Launched in 2018 by its founder and director, Touria El Glaoui, Marrakech is the third largest fair after London and New York. Its advantages? "Marrakech is very close to Europe, and visa-free. Its specificity is that it is both French and Arabic speaking, with a larger French-speaking audience than elsewhere," El Glaoui says.
Despite a particularly busy calendar in February this year with, among others, Menart Fair in Brussels just before and, just after, Cape Town Art Fair, the Marrakech event has managed to bring together 20 galleries, the same number as in 2020. With 12 new exhibitors, this fourth edition represents a strong comeback. "Despite the busy schedule, we had a gallery, Superposition, which came from Miami Beach for the first time and wanted to do Marrakech as a priority," El Glaoui says.
The gallery is exhibiting works by Audrey Lyall and Ambrose Rhapsody Murray for $6,500 and $25,000 respectively. Another new exhibitor is Templon Gallery from Paris. It made a spectacular entry at the fair with a monumental work by Kehinde Wiley, displayed at €750,000, as well as a striking painting by Omar Ba, about the ambivalent impact of the press in Africa, priced at €110,000—both higher price levels than usually seen at 1-54 Marrakech.
The gallery sold a work by the French-Algerian artist Abdelkader Benchamma on the opening day "to an African foundation located on an island”, most likely the H Foundation, which is due to open a new location in Madagascar this spring.
The foundation appeared very active at the fair, also purchasing a textile work by Yacinthe Ouattara from 193 Gallery, another new participant. "We have so far concluded nine sales, to Moroccans, English, Americans. A great diversity of collectors!" says César Lévy, the director of the gallery. He adds: “Because of its format, 1-54 Marrakech is ideal for collectors but also for the many advisers who have come and who do not have a thousand works to see.”
Other new entrants include Casablanca-based Galerie 38, which opened a new space in Marrakech's Guéliz district on 9 February with a colourful selection of young abstract artists. It sold several works at the fair, including a textile piece by Abdoulaye Konaté.
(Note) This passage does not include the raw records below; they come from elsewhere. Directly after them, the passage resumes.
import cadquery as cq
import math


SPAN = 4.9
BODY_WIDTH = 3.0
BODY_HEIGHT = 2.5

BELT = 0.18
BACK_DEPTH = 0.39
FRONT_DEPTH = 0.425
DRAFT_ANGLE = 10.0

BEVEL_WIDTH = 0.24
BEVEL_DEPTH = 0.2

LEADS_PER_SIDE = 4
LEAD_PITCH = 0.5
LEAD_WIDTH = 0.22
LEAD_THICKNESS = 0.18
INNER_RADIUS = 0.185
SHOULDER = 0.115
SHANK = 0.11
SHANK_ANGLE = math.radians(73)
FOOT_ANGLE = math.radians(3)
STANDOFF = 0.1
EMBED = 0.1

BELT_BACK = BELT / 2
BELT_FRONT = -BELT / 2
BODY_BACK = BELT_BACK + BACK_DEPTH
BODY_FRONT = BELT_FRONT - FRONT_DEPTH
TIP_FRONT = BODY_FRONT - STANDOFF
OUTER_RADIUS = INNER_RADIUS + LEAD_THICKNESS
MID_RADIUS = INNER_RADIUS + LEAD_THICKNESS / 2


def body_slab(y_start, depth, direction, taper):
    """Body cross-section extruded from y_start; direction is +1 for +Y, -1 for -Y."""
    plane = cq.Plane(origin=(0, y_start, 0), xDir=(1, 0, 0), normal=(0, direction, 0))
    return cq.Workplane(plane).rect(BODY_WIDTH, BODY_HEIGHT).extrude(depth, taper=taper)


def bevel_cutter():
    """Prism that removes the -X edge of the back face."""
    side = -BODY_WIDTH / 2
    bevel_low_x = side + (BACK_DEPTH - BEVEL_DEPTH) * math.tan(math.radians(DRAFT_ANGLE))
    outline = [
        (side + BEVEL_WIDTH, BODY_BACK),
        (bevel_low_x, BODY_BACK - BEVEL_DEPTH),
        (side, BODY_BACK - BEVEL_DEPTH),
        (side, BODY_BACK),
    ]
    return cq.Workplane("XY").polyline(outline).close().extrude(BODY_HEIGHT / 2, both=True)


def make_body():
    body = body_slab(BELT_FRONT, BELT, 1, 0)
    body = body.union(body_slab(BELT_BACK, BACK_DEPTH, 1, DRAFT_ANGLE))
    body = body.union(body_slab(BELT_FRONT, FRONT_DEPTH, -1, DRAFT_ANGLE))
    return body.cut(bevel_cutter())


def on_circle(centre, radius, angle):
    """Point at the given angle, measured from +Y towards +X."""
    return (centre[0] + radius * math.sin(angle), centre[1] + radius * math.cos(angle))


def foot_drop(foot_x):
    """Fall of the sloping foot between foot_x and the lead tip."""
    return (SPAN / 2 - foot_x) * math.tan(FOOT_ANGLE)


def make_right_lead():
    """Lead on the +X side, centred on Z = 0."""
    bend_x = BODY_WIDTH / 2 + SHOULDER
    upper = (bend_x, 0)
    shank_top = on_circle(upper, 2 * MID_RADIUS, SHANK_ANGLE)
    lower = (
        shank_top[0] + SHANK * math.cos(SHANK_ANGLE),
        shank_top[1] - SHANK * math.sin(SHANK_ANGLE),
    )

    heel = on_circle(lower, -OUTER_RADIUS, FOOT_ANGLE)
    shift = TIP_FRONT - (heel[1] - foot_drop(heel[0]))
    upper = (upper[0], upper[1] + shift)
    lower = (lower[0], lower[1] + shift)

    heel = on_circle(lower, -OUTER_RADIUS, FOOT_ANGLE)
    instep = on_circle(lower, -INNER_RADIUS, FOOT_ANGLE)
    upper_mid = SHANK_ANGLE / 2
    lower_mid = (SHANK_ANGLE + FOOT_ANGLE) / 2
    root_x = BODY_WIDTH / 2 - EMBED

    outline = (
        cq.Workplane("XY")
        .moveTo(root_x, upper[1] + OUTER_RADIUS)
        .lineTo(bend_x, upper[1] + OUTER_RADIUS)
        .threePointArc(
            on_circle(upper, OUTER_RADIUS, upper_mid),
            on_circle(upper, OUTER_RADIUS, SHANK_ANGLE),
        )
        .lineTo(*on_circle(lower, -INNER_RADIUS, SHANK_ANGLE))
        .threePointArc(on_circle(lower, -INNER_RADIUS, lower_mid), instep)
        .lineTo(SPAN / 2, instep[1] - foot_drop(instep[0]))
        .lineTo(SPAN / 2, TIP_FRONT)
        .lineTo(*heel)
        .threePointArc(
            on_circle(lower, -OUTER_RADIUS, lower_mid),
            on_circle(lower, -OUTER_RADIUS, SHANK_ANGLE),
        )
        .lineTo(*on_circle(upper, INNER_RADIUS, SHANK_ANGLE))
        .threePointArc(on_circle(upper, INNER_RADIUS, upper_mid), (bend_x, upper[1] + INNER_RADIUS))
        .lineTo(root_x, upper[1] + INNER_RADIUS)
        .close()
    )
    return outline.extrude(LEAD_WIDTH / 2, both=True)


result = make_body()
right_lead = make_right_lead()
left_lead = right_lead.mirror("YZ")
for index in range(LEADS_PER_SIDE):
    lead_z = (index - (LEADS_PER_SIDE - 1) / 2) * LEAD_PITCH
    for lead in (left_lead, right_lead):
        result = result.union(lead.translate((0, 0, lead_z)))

In total, only six galleries including four based in Morocco were from Africa this year, compared with 14 in 2020. The temporary import system on the continent—works must be returned to the gallery’s country before being shipped back to the buyer—does not help business.
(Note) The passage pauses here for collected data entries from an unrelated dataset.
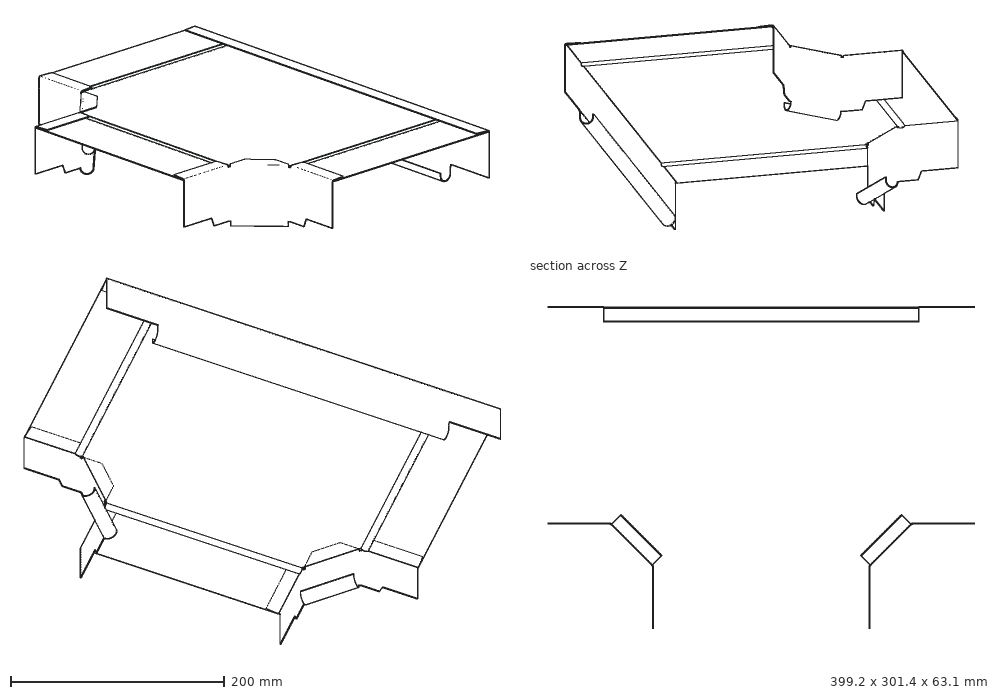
import cadquery as cq
import math


length = 399.2
width = 203.5
arm_length = 58.0
sheet = 1.0

half_length = length / 2
half_width = width / 2
corner_turn = 45.0
corner_cut = half_length - half_width - arm_length
arm_corner = (-half_length + arm_length, -width)
branch_corner = (-half_width, -width - corner_cut)
branch_end_y = branch_corner[1] - arm_length

lip_width = 15.5
bend_radius = 2.5
bend_gap = 0.8
corner_radius = 2.0
lip_taper = 1.0

arm_depth = 48.0
wall_depth = 56.3
step_start = 35.5
step_run = 3.0

hook_radius = 6.8
hook_tip_depth = 53.5
back_hook_length = 295.5
hook_gap = 1.0
joggle_height = 2.5

groove_width = 6.5
groove_depth = 2.0
groove_start = 51.5


def inset_corners(inset):
    """Left arm and branch corners of the outline, moved inward by inset from the outer wall faces."""
    miter = inset * math.tan(math.radians(corner_turn / 2))
    arm = (arm_corner[0] + miter, arm_corner[1] + inset)
    branch = (branch_corner[0] + inset, branch_corner[1] + miter)
    return arm, branch


def wall_frame(start, end):
    """Workplane at the wall start: x points inward (left of start to end), y up, z along the wall."""
    run_x = end[0] - start[0]
    run_y = end[1] - start[1]
    plane = cq.Plane(origin=(*start, 0), xDir=(-run_y, run_x, 0), normal=(run_x, run_y, 0))
    return cq.Workplane(plane)


def lip_strip(start, end, start_gap, end_gap, taper):
    """Bend and lip along a wall; the lip narrows by taper at both ends."""
    wall_length = math.dist(start, end)
    frame = wall_frame(start, end)
    middle = math.sqrt(0.5)
    inner_radius = bend_radius - sheet
    strip = (
        frame.moveTo(0, -bend_radius)
        .threePointArc((bend_radius * (1 - middle), -bend_radius * (1 - middle)), (bend_radius, 0))
        .lineTo(lip_width, 0)
        .lineTo(lip_width, -sheet)
        .lineTo(bend_radius, -sheet)
        .threePointArc(
            (bend_radius - inner_radius * middle, -bend_radius + inner_radius * middle),
            (sheet, -bend_radius),
        )
        .close()
        .extrude(wall_length)
    )
    near = start_gap
    far = wall_length - end_gap
    plan = cq.Workplane(cq.Plane(origin=(*start, 0), xDir=frame.plane.xDir, normal=(0, 0, 1)))
    trim = (
        plan.polyline([
            (0, -near),
            (bend_radius, -near),
            (lip_width, -near - taper),
            (lip_width, -far + taper),
            (bend_radius, -far),
            (0, -far),
        ])
        .close()
        .extrude(-bend_radius)
    )
    return strip.intersect(trim)


def hook_strip(frame, hook_length, face):
    """Hook below the wall depth, its outer face set inward by face; frame at the hook start."""
    center = face + hook_radius
    far = face + 2 * hook_radius
    return (
        frame.moveTo(face, -wall_depth)
        .threePointArc((center, -wall_depth - hook_radius), (far, -wall_depth))
        .lineTo(far, -hook_tip_depth)
        .lineTo(far - sheet, -hook_tip_depth)
        .lineTo(far - sheet, -wall_depth)
        .threePointArc((center, -wall_depth - hook_radius + sheet), (face + sheet, -wall_depth))
        .close()
        .extrude(hook_length)
    )


def opening_notch(frame):
    """Material removed below a straight wall next to its opening; frame at the opening."""
    plane = cq.Plane(origin=frame.plane.origin, xDir=frame.plane.zDir, normal=-frame.plane.xDir)
    return (
        cq.Workplane(plane)
        .polyline([
            (0, -arm_depth),
            (step_start, -arm_depth),
            (step_start + step_run, -wall_depth),
            (0, -wall_depth),
        ])
        .close()
        .extrude(sheet, both=True)
    )


def groove_segment(plane, span, offset):
    """Circular segment below the plate top along a groove, its arc grown outward by offset."""
    groove_radius = (groove_width**2 / 4 + groove_depth**2) / (2 * groove_depth)
    center_height = groove_radius - groove_depth
    half_chord = math.sqrt((groove_radius + offset) ** 2 - center_height**2)
    return (
        cq.Workplane(plane)
        .moveTo(-half_chord, 0)
        .threePointArc((0, -groove_depth - offset), (half_chord, 0))
        .close()
        .extrude(span)
    )


def make_plate():
    arm, branch = inset_corners(bend_radius)
    left_side = [
        (-half_length, -bend_radius),
        (-half_length, arm[1]),
        arm,
        branch,
        (branch[0], branch_end_y),
    ]
    right_side = [(-x, y) for x, y in reversed(left_side)]
    plate = (
        cq.Workplane("XY", origin=(0, 0, -sheet))
        .polyline(left_side + right_side)
        .close()
        .extrude(-sheet)
    )

    groove_center = groove_start + groove_width / 2
    groove_x = half_length - groove_center
    groove_y = branch_end_y + groove_center
    arm_span = -bend_radius - arm[1]
    branch_span = -2 * branch[0]
    runs = [
        (cq.Plane((-groove_x, -bend_radius, -sheet), (1, 0, 0), (0, -1, 0)), arm_span),
        (cq.Plane((groove_x, -bend_radius, -sheet), (1, 0, 0), (0, -1, 0)), arm_span),
        (cq.Plane((branch[0], groove_y, -sheet), (0, 1, 0), (1, 0, 0)), branch_span),
    ]
    for plane, span in runs:
        plate = plate.union(groove_segment(plane, span, sheet))
        plate = plate.cut(groove_segment(plane, span, 0))
    return plate


def make_back_wall():
    start = (half_length, 0)
    end = (-half_length, 0)
    wall = (
        wall_frame(start, end)
        .moveTo(0, -bend_radius)
        .rect(sheet, bend_radius - arm_depth, centered=False)
        .extrude(length)
    )
    hook_start = (back_hook_length / 2, 0)
    hook_frame = wall_frame(hook_start, end)
    joggle_depth = arm_depth + joggle_height
    joggle = (
        hook_frame.moveTo(0, -arm_depth)
        .spline([(sheet, -joggle_depth)], tangents=[(0, -1), (0, -1)], includeCurrent=True)
        .lineTo(sheet, -wall_depth)
        .lineTo(2 * sheet, -wall_depth)
        .lineTo(2 * sheet, -joggle_depth)
        .spline([(sheet, -arm_depth)], tangents=[(0, 1), (0, 1)], includeCurrent=True)
        .close()
        .extrude(back_hook_length)
    )
    hook = hook_strip(hook_frame, back_hook_length, sheet)
    return wall.union(lip_strip(start, end, 0, 0, lip_taper)).union(joggle).union(hook)


def make_corner_wall():
    """Corner wall on the -X side: arm wall, diagonal wall with hook, and branch wall."""
    arm_end = (-half_length, -width)
    branch_end = (-half_width, branch_end_y)
    inner_arm, inner_branch = inset_corners(sheet)
    wall = (
        cq.Workplane("XY", origin=(0, 0, -bend_radius))
        .polyline([
            arm_end,
            arm_corner,
            branch_corner,
            branch_end,
            (inner_branch[0], branch_end_y),
            inner_branch,
            inner_arm,
            (-half_length, inner_arm[1]),
        ])
        .close()
        .extrude(bend_radius - wall_depth)
    )
    wall = wall.cut(opening_notch(wall_frame(arm_end, arm_corner)))
    wall = wall.cut(opening_notch(wall_frame(branch_end, branch_corner)))

    for corner, radius in [
        (arm_corner, corner_radius),
        (branch_corner, corner_radius),
        (inner_arm, corner_radius + sheet),
        (inner_branch, corner_radius + sheet),
    ]:
        edge = cq.selectors.NearestToPointSelector((*corner, -wall_depth / 2))
        wall = wall.edges("|Z").edges(edge).fillet(radius)

    diagonal_taper = lip_width - bend_radius
    hook_length = math.dist(arm_corner, branch_corner) - 2 * hook_gap
    hook_frame = wall_frame(arm_corner, branch_corner).workplane(offset=hook_gap)
    hook = hook_strip(hook_frame, hook_length, 0)
    return (
        wall.union(lip_strip(arm_end, arm_corner, 0, bend_gap, lip_taper))
        .union(lip_strip(arm_corner, branch_corner, bend_gap, bend_gap, diagonal_taper))
        .union(lip_strip(branch_corner, branch_end, bend_gap, 0, lip_taper))
        .union(hook)
    )


plate = make_plate()
back_wall = make_back_wall()
left_corner_wall = make_corner_wall()
corner_walls = [left_corner_wall, left_corner_wall.mirror("YZ")]

result = cq.Compound.makeCompound([
    plate.val(),
    back_wall.val(),
    *[wall.val() for wall in corner_walls],
])

Another new participant, Foreign Agent, from Lausanne in Switzerland, devoted its stand to the young US artist Nicolas Coleman, whose works depict Moroccan interiors. With prices ranging from €1,000 to €4,200, the stand sold out thanks to strong American interest in advance.
As for regular exhibitors, Nathalie Obadia sold pieces to, among others, "Italians from Paris and a financier living between London and Marrakech”, according to the Parisian gallery owner. “We didn't stop working. We only sold to people we did not know, and we saw the others.” Prices on the booth ranged from €7,000 for works by Seydou Keita to €40,000 for those by Youssef Nabil.
Another familiar name at the fair, Magnin-A, devoted its stand to the Angolan artist Ana Silva, whose textile works explore child labor (prices range from €8,000 to €18,000), while gallery Cécile Fakhoury, located in Paris, the Ivory Coast and Senegal, sold half of its stand. “It wasn’t the easiest,” says gallery director Francis Coraboeuf. Vanessa Branson, sister of Richard Branson, came with a list of artists to see and was again very involved, buying works from at least seven or eight galleries.